WTF?! Researchers not too long ago uncovered a vulnerability that might permit hackers to unlock and begin a number of Honda automobile fashions remotely. The impacted mannequin record identifies 10 of Honda’s hottest fashions as weak. To make issues worse, the present findings lead researchers to imagine that the vulnerability might be current on all Honda automobiles from 2012 via 2022.

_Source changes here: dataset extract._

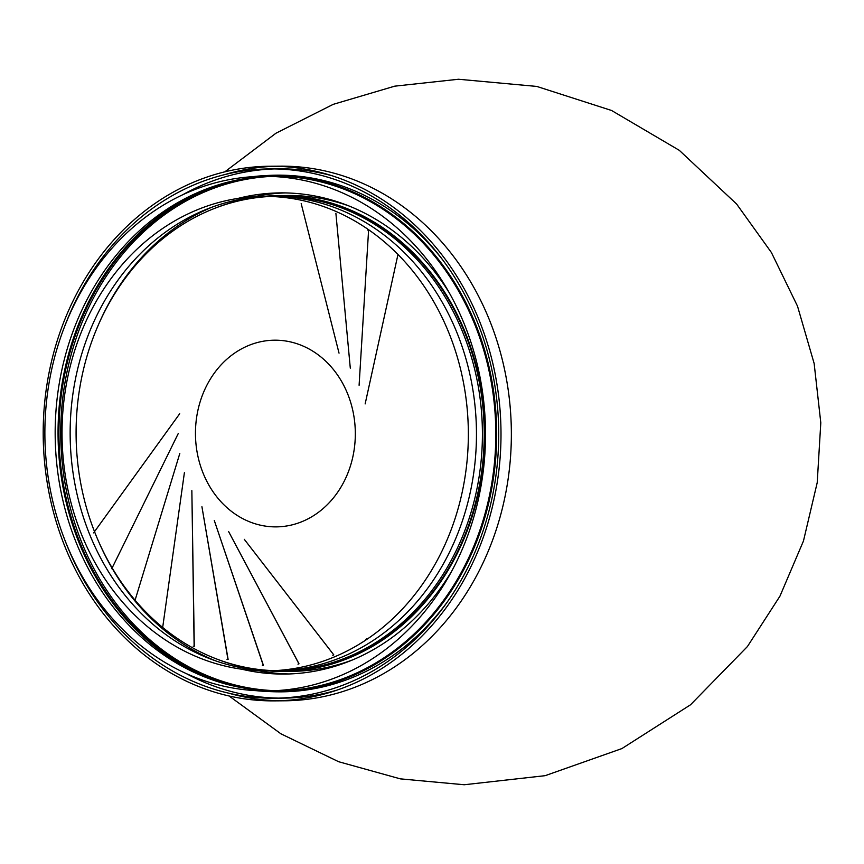 <?xml version="1.0" encoding="UTF-8"?>
<svg xmlns="http://www.w3.org/2000/svg" width="864" height="864" viewBox="0 0 864 864"><rect width="100%" height="100%" fill="white"/><g stroke="black" fill="none" stroke-linecap="round" stroke-linejoin="round"><path stroke-width="1.3" d="M244.523 667.44A240.602 206.021 -90.5 0 0 252.785 669.524M258.412 670.712A240.602 206.021 -90.5 0 0 289.094 673.963M285.131 192.91A240.602 206.021 -90.5 0 0 254.513 196.657M248.908 197.942A240.602 206.021 -90.5 0 0 240.678 200.167M184.399 472.662L162.842 626.303L184.399 472.662M179.809 453.449L135.086 600.178L179.809 453.449M111.758 568.696L178.222 433.598L111.758 568.706M179.701 413.737L93.614 532.883L179.701 413.737M339.034 353.138L301.18 203.623L339.034 353.138M335.891 213.332L350.298 368.15L335.891 213.322M359.1 385.258L368.604 230.051L359.1 385.258M368.582 230.105L367.556 230.018L368.604 230.051M365.148 403.92L397.98 254.448L365.148 403.92M366.638 638.842L365.742 639.349L366.638 638.842M333.515 654.545L244.285 539.32L333.796 654.88L332.824 655.312L333.796 654.88M298.782 663.541L228.571 531.49L299.009 663.811L297.983 664.146L299.009 663.811M263.207 665.15L214.294 520.517L263.401 665.334L262.332 665.572L263.401 665.334M227.945 659.318L201.928 506.747L228.118 659.416L227.027 659.545L228.118 659.416M194.13 646.229L191.851 490.622L194.292 646.229L193.19 646.25L194.292 646.229M252.191 176.72A258.196 221.076 89.5 0 1 265.583 175.576A258.196 221.076 89.5 0 1 496.573 425.974A258.196 221.076 89.5 0 1 279.655 691.686A258.196 221.076 89.5 0 1 269.827 691.61A258.196 221.076 89.5 0 1 256.424 690.692M267.311 690.908L277.603 690.833A257.31 220.32 -90.5 0 0 279.526 690.8A257.31 220.32 -90.5 0 0 495.796 430.596A257.31 220.32 -90.5 0 0 273.37 176.234L263.077 176.321A257.31 220.32 89.5 0 1 485.514 431.806A257.31 220.32 89.5 0 1 267.311 690.908A257.31 220.32 89.5 0 1 44.896 436.558A257.31 220.32 89.5 0 1 261.155 176.342A257.31 220.32 89.5 0 1 263.077 176.321M268.218 176.342A257.31 220.32 -90.5 0 0 55.177 435.348A257.31 220.32 -90.5 0 0 272.462 690.8M227.394 684.482A258.347 221.216 89.5 0 1 58.082 437.573A258.347 221.216 89.5 0 1 223.268 183.406M256.154 176.504A258.347 221.216 89.5 0 1 267.408 175.5M265.583 175.576L269.233 175.392A258.347 221.216 89.5 0 1 443.264 260.615M446.083 603.655A258.347 221.216 89.5 0 1 273.488 691.74L269.827 691.61M271.663 691.664A258.347 221.216 89.5 0 1 260.388 690.844M325.231 685.282A257.31 220.32 89.5 0 1 283.306 690.768A257.31 220.32 89.5 0 1 281.383 690.8A257.31 220.32 89.5 0 1 279.493 690.8M274.342 690.725A257.31 220.32 89.5 0 1 58.946 435.316A257.31 220.32 89.5 0 1 270.108 176.396M275.26 176.224A257.31 220.32 89.5 0 1 277.139 176.202A257.31 220.32 89.5 0 1 321.073 180.997M276.847 526.867A93.344 79.931 89.5 0 1 195.469 435.002A93.344 79.931 89.5 0 1 273.92 340.2A93.344 79.931 89.5 0 1 355.309 432.054A93.344 79.931 89.5 0 1 276.847 526.867M263.239 196.366L271.35 196.301A237.254 203.159 89.5 0 1 476.442 430.844A237.254 203.159 89.5 0 1 277.031 670.777A237.254 203.159 89.5 0 1 275.26 670.799L267.149 670.864A237.254 203.159 -90.5 0 0 468.342 431.946A237.254 203.159 -90.5 0 0 263.239 196.366A237.254 203.159 -90.5 0 0 261.468 196.387A237.254 203.159 -90.5 0 0 62.057 436.32A237.254 203.159 -90.5 0 0 267.149 670.864M271.21 670.788A237.254 203.159 89.5 0 1 70.157 435.218A237.254 203.159 89.5 0 1 267.3 196.387M276.167 176.234A257.31 220.32 89.5 0 1 277.031 176.213A257.31 220.32 89.5 0 1 278.046 176.202M386.575 207.922A257.31 220.32 89.5 0 1 431.773 246.24M434.84 618.224A257.31 220.32 89.5 0 1 390.28 657.288M282.29 690.79A257.31 220.32 89.5 0 1 280.4 690.79M275.249 690.682A257.31 220.32 89.5 0 1 60.761 435.305A257.31 220.32 89.5 0 1 271.015 176.418M241.855 669.222A240.602 206.021 -90.5 0 0 284.44 674.06A240.602 206.021 -90.5 0 0 286.232 674.039A240.602 206.021 -90.5 0 0 451.656 571.244M449.356 292.928A240.602 206.021 -90.5 0 0 280.476 192.888A240.602 206.021 -90.5 0 0 237.967 198.418M212.015 207.166A240.602 206.021 -90.5 0 0 96.736 328.784M98.485 541.21A240.602 206.021 -90.5 0 0 112.028 568.145M112.082 568.231A240.602 206.021 -90.5 0 0 215.752 660.906M274.298 700.877L284.656 700.79A267.332 228.906 -90.5 0 0 286.654 700.769A267.332 228.906 -90.5 0 0 511.337 430.423A267.332 228.906 -90.5 0 0 280.249 166.158L269.892 166.234A267.332 228.906 89.5 0 1 500.98 430.51A267.332 228.906 89.5 0 1 276.296 700.855A267.332 228.906 89.5 0 1 274.298 700.877A267.332 228.906 89.5 0 1 43.2 435.445A267.332 228.906 89.5 0 1 269.892 166.234M275.076 166.266A267.332 228.906 -90.5 0 0 224.802 174.593M229.068 693.274A267.332 228.906 -90.5 0 0 279.482 700.769M65.794 542.452A264.654 226.616 -90.5 0 0 274.277 698.209A264.654 226.616 -90.5 0 0 498.712 431.698A264.654 226.616 -90.5 0 0 269.914 168.912A264.654 226.616 -90.5 0 0 267.937 168.934A264.654 226.616 -90.5 0 0 64.022 328.082M274.406 168.923A264.654 226.616 -90.5 0 0 182.574 194.843M186.527 673.726A264.654 226.616 -90.5 0 0 278.77 698.123M274.277 698.209L283.252 698.134A264.654 226.616 -90.5 0 0 336.787 690.185M332.554 175.9A264.654 226.616 -90.5 0 0 278.899 168.836L269.914 168.912M267.764 670.864A237.924 203.731 -90.5 0 0 283.036 671.404L291.665 671.328A237.924 203.731 -90.5 0 0 352.631 659.891M348.894 205.934A237.924 203.731 -90.5 0 0 287.744 195.502L279.115 195.566A237.924 203.731 -90.5 0 0 277.333 195.588A237.924 203.731 -90.5 0 0 263.866 196.366M260.248 196.744A237.924 203.731 -90.5 0 0 214.11 208.58M217.825 659.459A237.924 203.731 -90.5 0 0 264.146 670.529M283.036 671.404A237.924 203.731 -90.5 0 0 484.79 431.806A237.924 203.731 -90.5 0 0 279.115 195.566M278.24 670.745A237.254 203.159 -90.5 0 0 281.21 670.745L283.025 670.734A237.254 203.159 -90.5 0 0 484.218 431.816A237.254 203.159 -90.5 0 0 279.115 196.236L277.312 196.258A237.254 203.159 -90.5 0 0 275.53 196.279A237.254 203.159 -90.5 0 0 274.331 196.301M270.27 196.452A237.254 203.159 -90.5 0 0 94.511 531.63A237.254 203.159 -90.5 0 0 112.147 567.907M112.201 568.004A237.254 203.159 -90.5 0 0 274.18 670.658M281.21 670.745A237.254 203.159 -90.5 0 0 282.982 670.723A237.254 203.159 -90.5 0 0 482.393 430.79A237.254 203.159 -90.5 0 0 277.312 196.258M224.791 171.86L275.972 133.207L333.234 104.339L394.74 86.162L458.503 79.25L536.76 86.422L611.561 110.484L679.288 150.325L736.625 204.044L771.412 252.526L797.515 306.18L814.147 363.485L820.8 422.788L817.214 482.641L803.455 541.004L779.944 596.171L747.414 646.553L690.53 704.786L621.907 748.57L545.141 775.678L464.227 784.75L400.388 778.874L338.612 761.713L280.897 733.795L229.111 696.006"/></g></svg>

The safety flaw, dubbed RollingPWN by researchers, exploits a part of Honda’s keyless entry system. The present entry system depends on a rolling code mannequin that creates a brand new entry code every time house owners press the fob button. Once issued, the earlier ones ought to be made unusable to forestall replay assaults. Instead, researchers Kevin26000 and Wesley Li found the previous codes might be rolled again and used to acquire undesirable entry to the automobile.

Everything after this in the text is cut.